Each time that he returned to London from California, Stash willed himself not to start counting the weeks until he could see Daisy again. He failed utterly. He was unable to resist the temptation of consulting a judge he knew personally, telling him nothing of the existence of Danielle, but merely explaining that after his separation, his wife had restricted his access to his child. The only remedies open to him, he soon was made to understand, would have to involve publicity. Stash was advised to wait. Often, in cases such as his, as a child grows older, access is made easier, particularly as the child herself can be influenced more strongly as she gains in maturity. So he waited, with the same wolfish, undefeated yet helplessly impotent fury that he had known during his first year in the RAF; yet he never contempl
ated anything but victory. If not now, then soon.
By the time Daisy was five, the child was providing real help around the cabin, making both her bed and Dani’s, cleaning the room they shared, drying dishes, watering and expertly weeding the vegetable garden. Francesca, who had just received a letter from Matty enclosing yet another script, a good one, explained to Daisy that she might have to go away for a short time to do some work which would earn some money for all of them, but that she would be back very, very soon. “How long?” Daisy asked fearfully.
“Only six weeks,” Francesca answered and Daisy burst into tears.
“Daisy,” Francesca reproached her, “you’re old enough to understand now. Six weeks isn’t very long and I’ll come home as soon as they’re over. Just six Sundays and six Mondays … it’s not so much.”
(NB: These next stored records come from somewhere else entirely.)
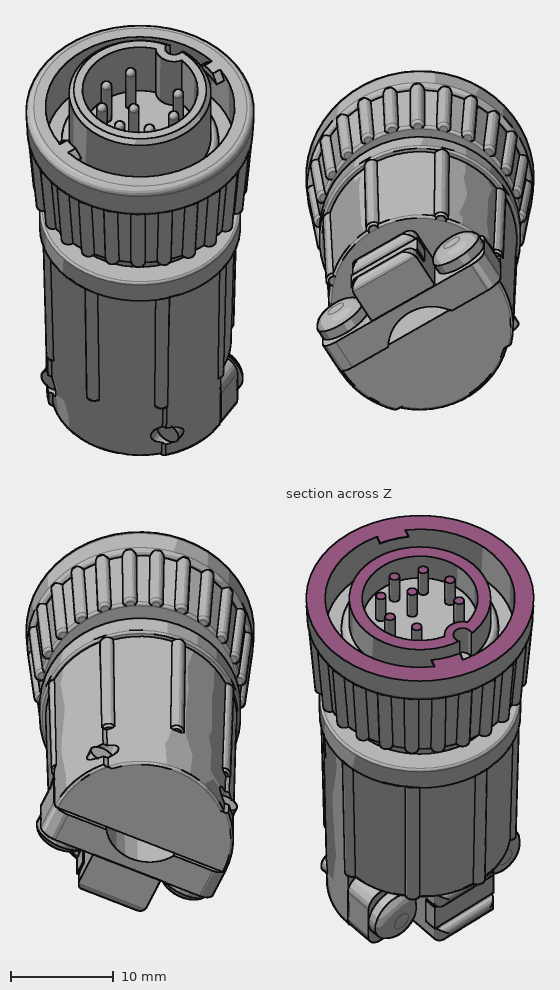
import cadquery as cq
import math

OVERLAP = 0.3

TOP_Z = 43.97
RING_TOP_Z = 41.5
RING_BAND_Z = 37.7
RING_BOTTOM_Z = 29.55
RING_FLOOR_Z = 36.2
SHOULDER_Z = 37.3
PIN_TIP_Z = TOP_Z - 1.15
SOCKET_FLOOR_Z = TOP_Z - 6.3
FLANGE_TOP_Z = 26.75
FLANGE_BOTTOM_Z = 24.05
RIB_END_Z = 7.65
BODY_BOTTOM_Z = 0.55

TUBE_R = 6.9
TUBE_CHAMFER = 0.45
SOCKET_R = 5.6
KEY_CENTER_Y = 6.4
KEY_GROOVE_R = 0.87
KEY_WALL_R = 1.78
PIN_R = 0.5
PIN_CIRCLE_R = 3.82
PIN_ANGLES = (0, 45, 135, 180, 225, 270, 315)
INNER_PIN_Y = -1.17
DIMPLE_R = 0.27
DIMPLE_X = 2.0
DIMPLE_Y = 4.33

RING_R = 11.13
RING_BAND_R = 10.95
RING_BOTTOM_R = 10.34
RING_FILLET = 0.72
BAND_FILLET = 0.55
RING_BORE_R = 9.2
GRIP_COUNT = 24
GRIP_R = 0.7
GRIP_HEIGHT = 0.6
GRIP_END_FILLET = 0.3
TAB_R = 8.3
TAB_THICKNESS = 0.8
TAB_START = 58.3
TAB_END = 76.7
TAB_RAMP = 5.0

NECK_R = 7.65
NECK_FILLET = 0.73
FLANGE_R = 9.78
FLANGE_FILLET = 0.24
BODY_TOP_R = 9.2
BODY_BOTTOM_R = 8.72
BODY_FILLET = 0.25
SADDLE_TOP_R = 9.42
SADDLE_BOTTOM_R = 9.07
SADDLE_FRONT_Y = -6.18
RIB_COUNT = 8
RIB_R = 0.75
RIB_TOP_R = 9.68
RIB_BOTTOM_R = 9.36
RIB_END_CHAMFER = 0.25

CLAMP_WIDTH = 18.4
CLAMP_HEIGHT = 6.85
CLAMP_CORNER_R = 1.5
CLAMP_DEPTH = 3.1
SCOOP_HALF_WIDTH = 3.6
SCOOP_DEPTH = 2.0
SCREW_X = 6.6
SCREW_Z = 3.5
SCREW_R = 1.2
SCREW_TIP_Y = -5.68
HEAD_R = 2.6
HEAD_HEIGHT = 1.85
HEAD_RIM = 1.0
HEAD_TOP_R = 0.9
PRESS_WIDTH = 7.2
PRESS_HEIGHT = 6.4
PRESS_Z = 3.3
PRESS_BACK_Y = 6.3
PRESS_CORNER_R = 1.1
LIP_R = 0.8
LIP_FILLET = 0.76
LIP_BACK_Y = 7.45
RIDGE_WIDTH = 7.5
RIDGE_HEIGHT = 3.0
RIDGE_FRONT_Y = 5.25
RIDGE_BACK_Y = 6.65


def disc(radius, z_low, z_high):
    return cq.Workplane("XY").workplane(offset=z_low).circle(radius).extrude(z_high - z_low)


def cone(low_radius, high_radius, z_low, z_high):
    profile = [(0, z_low), (low_radius, z_low), (high_radius, z_high), (0, z_high)]
    return cq.Workplane("XZ").polyline(profile).close().revolve(360, (0, 0, 0), (0, 1, 0))


def block(x_low, x_high, y_low, y_high, z_low, z_high):
    box = cq.Workplane("XY").box(x_high - x_low, y_high - y_low, z_high - z_low, centered=False)
    return box.translate((x_low, y_low, z_low))


def rod_along_y(radius, x, z, y_low, y_high):
    rod = cq.Solid.makeCylinder(radius, y_high - y_low, cq.Vector(x, y_low, z), cq.Vector(0, 1, 0))
    return cq.Workplane(obj=rod)


def leaning_rod(radius, low_distance, high_distance, z_low, z_high):
    """A round rod in the XZ plane that leans along a tapered surface."""
    start = cq.Vector(low_distance, 0, z_low)
    axis = cq.Vector(high_distance, 0, z_high) - start
    return cq.Workplane(obj=cq.Solid.makeCylinder(radius, axis.Length, start, axis))


def add_around(base, piece, count):
    for index in range(count):
        base = base.union(piece.rotate((0, 0, 0), (0, 0, 1), index * 360 / count))
    return base


def make_plug():
    """Keyed tube on the neck, with pins standing on the socket floor."""
    neck = disc(NECK_R, FLANGE_TOP_Z - OVERLAP, SHOULDER_Z)
    neck = neck.faces(">Z").edges().fillet(NECK_FILLET)
    tube = disc(TUBE_R, SHOULDER_Z - OVERLAP, TOP_Z).faces(">Z").edges().chamfer(TUBE_CHAMFER)
    plug = neck.union(tube)

    socket = disc(SOCKET_R, SOCKET_FLOOR_Z, TOP_Z)
    key_wall = disc(KEY_WALL_R, SOCKET_FLOOR_Z, TOP_Z).translate((0, KEY_CENTER_Y, 0))
    key_groove = disc(KEY_GROOVE_R, SHOULDER_Z, TOP_Z).translate((0, KEY_CENTER_Y, 0))
    plug = plug.cut(socket.cut(key_wall)).cut(key_groove)

    dimple = cq.Workplane("XY").sphere(DIMPLE_R).translate((DIMPLE_X, DIMPLE_Y, SOCKET_FLOOR_Z))
    plug = plug.cut(dimple)

    pin = disc(PIN_R, SOCKET_FLOOR_Z - OVERLAP, PIN_TIP_Z - PIN_R)
    pin = pin.union(cq.Workplane("XY").sphere(PIN_R).translate((0, 0, PIN_TIP_Z - PIN_R)))
    plug = plug.union(pin.translate((0, INNER_PIN_Y, 0)))
    for angle in PIN_ANGLES:
        placed = pin.translate((PIN_CIRCLE_R, 0, 0)).rotate((0, 0, 0), (0, 0, 1), angle)
        plug = plug.union(placed)
    return plug


def make_tab():
    """Bayonet tab inside the ring mouth, with a ramp at each end."""
    arc_length = RING_BORE_R * math.radians(TAB_END - TAB_START)
    ramp_length = RING_BORE_R * math.radians(TAB_RAMP)
    half = arc_length / 2
    low_z = RING_TOP_Z - TAB_THICKNESS
    outline = [
        (-half, low_z),
        (half, low_z),
        (half - ramp_length, RING_TOP_Z),
        (ramp_length - half, RING_TOP_Z),
    ]
    ramped = cq.Workplane("XZ").polyline(outline).close().extrude(-(RING_BORE_R + OVERLAP))
    band = disc(RING_BORE_R + OVERLAP, low_z, RING_TOP_Z).cut(disc(TAB_R, low_z, RING_TOP_Z))
    middle_angle = (TAB_START + TAB_END) / 2
    return band.intersect(ramped).rotate((0, 0, 0), (0, 0, 1), middle_angle - 90)


def make_ring():
    """Coupling ring: tapered band above a tapered grip, open at the top."""
    band = cone(RING_BAND_R, RING_R, RING_BAND_Z, RING_TOP_Z)
    band = band.faces(">Z").edges().fillet(RING_FILLET)
    band = band.faces("<Z").edges().fillet(BAND_FILLET)

    grip_low_r = RING_BOTTOM_R - GRIP_HEIGHT
    grip_high_r = RING_BAND_R - GRIP_HEIGHT
    core = cone(grip_low_r, grip_high_r, RING_BOTTOM_Z, RING_BAND_Z + OVERLAP)
    ring = band.union(core.faces("<Z").edges().fillet(GRIP_END_FILLET))
    grip = leaning_rod(
        GRIP_R, RING_BOTTOM_R - GRIP_R, RING_BAND_R - GRIP_R, RING_BOTTOM_Z, RING_BAND_Z + OVERLAP
    )
    grip = grip.faces("<Z").edges().fillet(GRIP_END_FILLET)
    ring = add_around(ring, grip, GRIP_COUNT)
    ring = ring.cut(disc(RING_BORE_R, RING_FLOOR_Z, RING_TOP_Z))
    return add_around(ring, make_tab(), 2)


def make_body():
    """Tapered, ribbed body with its lower rear half cut away for the clamp."""
    flange = disc(FLANGE_R, FLANGE_BOTTOM_Z, FLANGE_TOP_Z).edges().fillet(FLANGE_FILLET)
    joint_z = FLANGE_BOTTOM_Z + OVERLAP

    core = cone(BODY_BOTTOM_R, BODY_TOP_R, BODY_BOTTOM_Z, joint_z)
    core = core.faces("<Z").edges().fillet(BODY_FILLET)
    saddle = cone(SADDLE_BOTTOM_R, SADDLE_TOP_R, BODY_BOTTOM_Z, joint_z)
    saddle = saddle.faces("<Z").edges().fillet(BODY_FILLET)
    strip = block(-RING_R, RING_R, SADDLE_FRONT_Y, 0, BODY_BOTTOM_Z, joint_z)
    rear_space = block(-RING_R, RING_R, 0, RING_R, 0, joint_z)
    body = core.union(saddle.intersect(strip)).cut(rear_space)

    taper = (BODY_TOP_R - BODY_BOTTOM_R) / (joint_z - BODY_BOTTOM_Z)
    rear_low_r = BODY_BOTTOM_R + taper * (RIB_END_Z - BODY_BOTTOM_Z)
    rear = cone(rear_low_r, BODY_TOP_R, RIB_END_Z, joint_z)
    rear = rear.faces("<Z").edges().fillet(BODY_FILLET)
    body = body.union(rear.intersect(rear_space))

    rib = leaning_rod(RIB_R, RIB_BOTTOM_R - RIB_R, RIB_TOP_R - RIB_R, RIB_END_Z, joint_z)
    rib = rib.faces("<Z").edges().chamfer(RIB_END_CHAMFER)
    return add_around(body, rib, RIB_COUNT).union(flange)


def make_screw_head():
    """Domed screw head behind the clamp block."""
    bow = math.sqrt(0.5)
    dome_mid = (
        HEAD_TOP_R + (HEAD_R - HEAD_TOP_R) * bow,
        HEAD_RIM + (HEAD_HEIGHT - HEAD_RIM) * bow,
    )
    profile = (
        cq.Workplane("XY")
        .moveTo(0, -OVERLAP)
        .lineTo(HEAD_R, -OVERLAP)
        .lineTo(HEAD_R, HEAD_RIM)
        .threePointArc(dome_mid, (HEAD_TOP_R, HEAD_HEIGHT))
        .lineTo(0, HEAD_HEIGHT)
        .close()
    )
    return profile.revolve(360, (0, 0, 0), (0, 1, 0)).translate((0, CLAMP_DEPTH, SCREW_Z))


def make_press():
    """Cable press behind the clamp: two rounded lips with a cross ridge between them."""
    half_width = PRESS_WIDTH / 2
    half_height = PRESS_HEIGHT / 2
    front_y = CLAMP_DEPTH - OVERLAP
    press = block(-half_width, half_width, front_y, PRESS_BACK_Y, -half_height, half_height)
    for side in (-1, 1):
        lip_z = side * (half_height - LIP_R)
        lip = block(-half_width, half_width, front_y, LIP_BACK_Y, lip_z - LIP_R, lip_z + LIP_R)
        press = press.union(lip.edges("|X and >Y").fillet(LIP_FILLET))

    rounded = block(-half_width, half_width, front_y, LIP_BACK_Y, -half_height, half_height)
    rounded = rounded.edges("|Z and >Y").fillet(PRESS_CORNER_R)
    press = press.intersect(rounded)

    ridge_x = RIDGE_WIDTH / 2
    ridge_z = RIDGE_HEIGHT / 2
    ridge = block(-ridge_x, ridge_x, RIDGE_FRONT_Y, RIDGE_BACK_Y, -ridge_z, ridge_z)
    return press.union(ridge).translate((0, 0, PRESS_Z))


def make_clamp():
    """Clamp block scooped on its front, with screw heads and a cable press behind."""
    half_width = CLAMP_WIDTH / 2
    clamp = block(-half_width, half_width, 0, CLAMP_DEPTH, 0, CLAMP_HEIGHT)
    clamp = clamp.edges("|Y").fillet(CLAMP_CORNER_R)
    scoop_r = (SCOOP_HALF_WIDTH**2 + SCOOP_DEPTH**2) / (2 * SCOOP_DEPTH)
    clamp = clamp.cut(disc(scoop_r, 0, CLAMP_HEIGHT).translate((0, SCOOP_DEPTH - scoop_r, 0)))
    for side in (-1, 1):
        clamp = clamp.union(make_screw_head().translate((side * SCREW_X, 0, 0)))
    return clamp.union(make_press())


def add_screw_tips(part):
    """Flat screw tips: sunk on their inner side, proud on their outer side."""
    for side in (-1, 1):
        x = side * SCREW_X
        part = part.cut(rod_along_y(SCREW_R, x, SCREW_Z, -RING_R, SCREW_TIP_Y))
        part = part.union(rod_along_y(SCREW_R, x, SCREW_Z, SCREW_TIP_Y, 0))
    return part


result = make_plug().union(make_ring()).union(make_body()).union(make_clamp())
result = add_screw_tips(result)
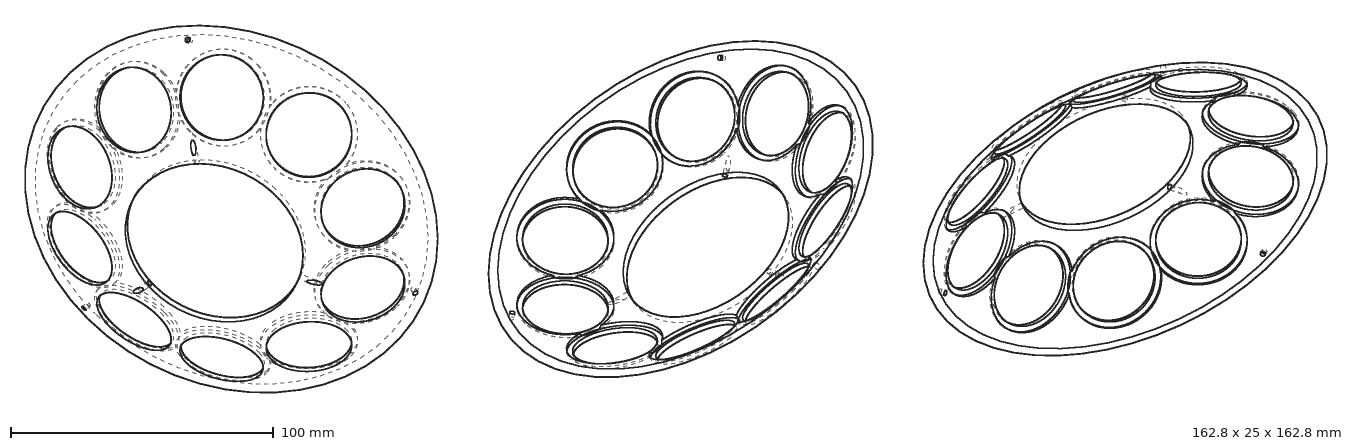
import cadquery as cq
import math

outer_diameter = 162.8
bore_diameter = 70.0
dish_depth = 25.0
wall = 3.3

outer_radius = outer_diameter / 2
bore_radius = bore_diameter / 2
centre_y = (outer_radius**2 + dish_depth**2 - bore_radius**2) / (2 * dish_depth)
sphere_radius = math.hypot(bore_radius, centre_y)
inner_centre_y = centre_y + wall

window_count = 10
window_diameter = 32.5
window_tilt = 28.2
seat_diameter = 37.0
seat_lip = 3.0

pin_diameter = 2.0
pin_count = 3
pin_start_angle = 102.2
rim_pin_radius = 77.2
bore_pin_y = 2.0
bore_pin_reach = 48.9

clearance = 4.9


def dish_y(radius):
    """Y of the outer surface at a distance from the Y axis."""
    return centre_y - math.sqrt(sphere_radius**2 - radius**2)


def dish_ring():
    inner_rim_radius = math.sqrt(sphere_radius**2 - (inner_centre_y - dish_depth)**2)
    outer_middle = (outer_radius + bore_radius) / 2
    inner_middle = (inner_rim_radius + bore_radius) / 2
    return (
        cq.Workplane("XY")
        .moveTo(bore_radius, 0)
        .threePointArc((outer_middle, dish_y(outer_middle)), (outer_radius, dish_depth))
        .lineTo(inner_rim_radius, dish_depth)
        .threePointArc((inner_middle, dish_y(inner_middle) + wall), (bore_radius, wall))
        .close()
        .revolve(360, (0, 0, 0), (0, 1, 0))
    )


def square_cutter(diameter, tilt, angle, start, end):
    """Cylinder along a sphere radius, between two distances from the outer sphere centre.

    tilt is measured from -Y and angle runs from +X toward +Z.
    """
    across = math.sin(math.radians(tilt))
    direction = cq.Vector(
        across * math.cos(math.radians(angle)),
        -math.cos(math.radians(tilt)),
        across * math.sin(math.radians(angle)),
    )
    base = cq.Vector(0, centre_y, 0) + direction * start
    return cq.Solid.makeCylinder(diameter / 2, end - start, base, direction)


def radial_cutter(angle):
    """Cylinder pointing straight out from the Y axis, breaking out through the dish."""
    direction = cq.Vector(math.cos(math.radians(angle)), 0, math.sin(math.radians(angle)))
    base = cq.Vector(0, bore_pin_y, 0)
    return cq.Solid.makeCylinder(pin_diameter / 2, bore_pin_reach, base, direction)


result = dish_ring()

cut_start = sphere_radius - wall - clearance
cut_end = sphere_radius + clearance
seat_end = sphere_radius - seat_lip
for i in range(window_count):
    window_angle = 90 + i * 360 / window_count
    result = result.cut(square_cutter(window_diameter, window_tilt, window_angle, cut_start, cut_end))
    result = result.cut(square_cutter(seat_diameter, window_tilt, window_angle, cut_start, seat_end))

rim_pin_tilt = math.degrees(math.asin(rim_pin_radius / sphere_radius))
for i in range(pin_count):
    pin_angle = pin_start_angle + i * 360 / pin_count
    result = result.cut(square_cutter(pin_diameter, rim_pin_tilt, pin_angle, cut_start, cut_end))
    result = result.cut(radial_cutter(pin_angle))
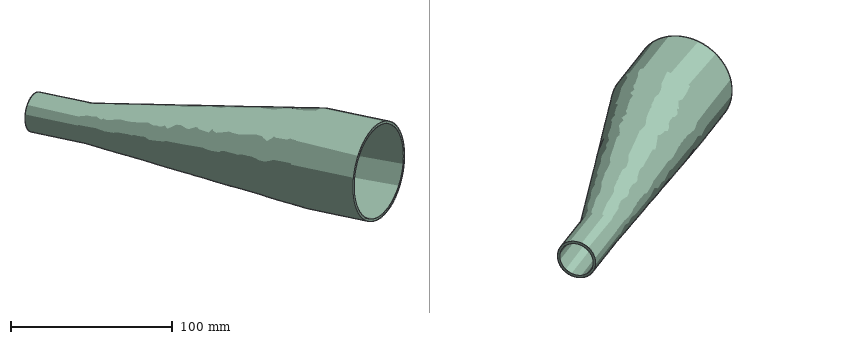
import cadquery as cq

total_length = 235.0
small_end_length = 38.0
large_end_length = 44.5
small_outer_diameter = 25.4
large_outer_diameter = 63.5
wall = 1.6

cone_length = total_length - small_end_length - large_end_length
cone_end = small_end_length + cone_length
axis_offset = (large_outer_diameter - small_outer_diameter) / 2


def reducer_body(small_diameter, large_diameter):
    """Solid with a straight small end, an offset cone and a straight large end."""
    small_end = (
        cq.Workplane("YZ")
        .center(-axis_offset, 0)
        .circle(small_diameter / 2)
        .extrude(small_end_length)
    )
    cone = (
        cq.Workplane("YZ", origin=(small_end_length, 0, 0))
        .center(-axis_offset, 0)
        .circle(small_diameter / 2)
        .workplane(offset=cone_length)
        .center(axis_offset, 0)
        .circle(large_diameter / 2)
        .loft(ruled=True)
    )
    large_end = (
        cq.Workplane("YZ", origin=(cone_end, 0, 0))
        .circle(large_diameter / 2)
        .extrude(large_end_length)
    )
    return small_end.union(cone).union(large_end)


outside = reducer_body(small_outer_diameter, large_outer_diameter)
bore = reducer_body(small_outer_diameter - 2 * wall, large_outer_diameter - 2 * wall)

result = outside.cut(bore)
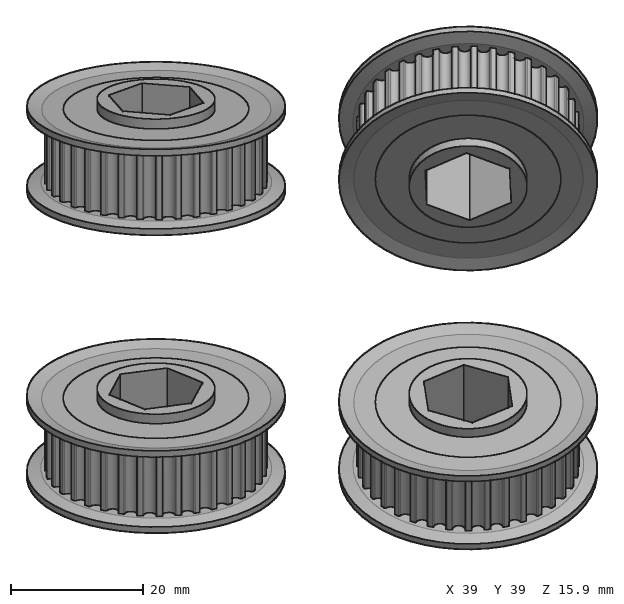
import cadquery as cq
import math

overall_length = 15.875
boss_height = 1.5875
spigot_length = overall_length - 2 * boss_height

boss_diameter = 17.8
spigot_diameter = 28.0
hex_across_flats = 12.75
hex_across_corners = hex_across_flats / math.cos(math.pi / 6)

tooth_count = 36
belt_pitch = 3.0
pitch_line_offset = 0.381
tip_radius = tooth_count * belt_pitch / (2 * math.pi) - pitch_line_offset
groove_depth = 1.2
groove_radius = 0.96
tip_rounding = 0.15

flange_thickness = 1.01
flange_radius = 39.0 / 2
rim_angle = math.radians(14)
outer_bend_radius = 17.3
inner_bend_radius = outer_bend_radius + flange_thickness * math.tan(rim_angle / 2)
outer_rim_rise = (flange_radius - outer_bend_radius) * math.tan(rim_angle)
inner_rim_rise = (flange_radius - inner_bend_radius) * math.tan(rim_angle)
flange_outer_z = spigot_length / 2
flange_inner_z = flange_outer_z - flange_thickness
toothed_length = 2 * flange_inner_z


def polar_point(radius, angle):
    """Point at an angle and distance from the pulley axis."""
    return (radius * math.cos(angle), radius * math.sin(angle))


def toothed_outline():
    """Closed outline of the belt teeth, with one groove centred on +X."""
    pitch_angle = 2 * math.pi / tooth_count
    groove_centre = tip_radius - groove_depth + groove_radius

    rounding_y = groove_radius + tip_rounding
    rounding_x = math.sqrt((tip_radius - tip_rounding) ** 2 - rounding_y**2)
    tip_angle = math.atan2(rounding_y, rounding_x)
    rounding_mid = (math.pi / 2 - tip_angle) / 2
    rounding_mid_x = rounding_x + tip_rounding * math.cos(rounding_mid)
    rounding_mid_y = rounding_y - tip_rounding * math.sin(rounding_mid)

    def groove_point(x, y, groove_angle):
        return polar_point(math.hypot(x, y), math.atan2(y, x) + groove_angle)

    outline = cq.Workplane("XY").workplane(offset=-flange_inner_z)
    outline = outline.moveTo(*polar_point(tip_radius, -tip_angle))
    for index in range(tooth_count):
        angle = index * pitch_angle
        next_angle = angle + pitch_angle
        outline = (
            outline
            .threePointArc(
                groove_point(rounding_mid_x, -rounding_mid_y, angle),
                groove_point(rounding_x, -groove_radius, angle),
            )
            .lineTo(*groove_point(groove_centre, -groove_radius, angle))
            .threePointArc(
                polar_point(groove_centre - groove_radius, angle),
                groove_point(groove_centre, groove_radius, angle),
            )
            .lineTo(*groove_point(rounding_x, groove_radius, angle))
            .threePointArc(
                groove_point(rounding_mid_x, rounding_mid_y, angle),
                polar_point(tip_radius, angle + tip_angle),
            )
            .threePointArc(
                polar_point(tip_radius, angle + pitch_angle / 2),
                polar_point(tip_radius, next_angle - tip_angle),
            )
        )
    return outline.close()


def centred_cylinder(diameter, length):
    return cq.Workplane("XY").circle(diameter / 2).extrude(length / 2, both=True)


def make_pulley():
    """Toothed hub with a flange spigot and a boss at each end, bored to a hexagon."""
    teeth = toothed_outline().extrude(toothed_length)
    spigots = centred_cylinder(spigot_diameter, spigot_length)
    bosses = centred_cylinder(boss_diameter, overall_length)
    hex_bore = cq.Workplane("XY").polygon(6, hex_across_corners).extrude(overall_length / 2, both=True)
    return teeth.union(spigots).union(bosses).cut(hex_bore)


def make_flange(side):
    """Dished ring on a spigot; side is +1 for the top end and -1 for the bottom end."""
    section = [
        (spigot_diameter / 2, side * flange_inner_z),
        (inner_bend_radius, side * flange_inner_z),
        (flange_radius, side * (flange_inner_z + inner_rim_rise)),
        (flange_radius, side * (flange_outer_z + outer_rim_rise)),
        (outer_bend_radius, side * flange_outer_z),
        (spigot_diameter / 2, side * flange_outer_z),
    ]
    return cq.Workplane("XZ").polyline(section).close().revolve(360, (0, 0, 0), (0, 1, 0))


pulley = make_pulley()
flanges = [make_flange(side) for side in (1, -1)]

result = cq.Compound.makeCompound([pulley.val(), *[flange.val() for flange in flanges]])

“And six Tuesdays and six Wednesdays,” Daisy said sadly. “Would you make a lot of money, Mama?”
“Yes, darling.”
“And then you’d come right home?”
“Yes, darling, the minute the work is finished.”
“All right, Mama, I understand,” Daisy said reluctantly.
Later, Daisy and Dani exchanged a long stream of sibilant babble, with Daisy saying almost everything and Dani asking what obviously were questions. At the end of the conversation Dani, who could walk perfectly well by now, went down on all fours, like a baby, crawled into a corner of the room, pulled up a rag rug, and lay under it, her silent, wretched little face turned toward the wall.
“Daisy? What did you say?” Francesca demanded, alarmed.
“I told her what you explained to me, Mama. She didn’t understand. I couldn’t make her understand. I tried and tried, really I tried. She doesn’t know what coming back means—she doesn’t understand about earning money.”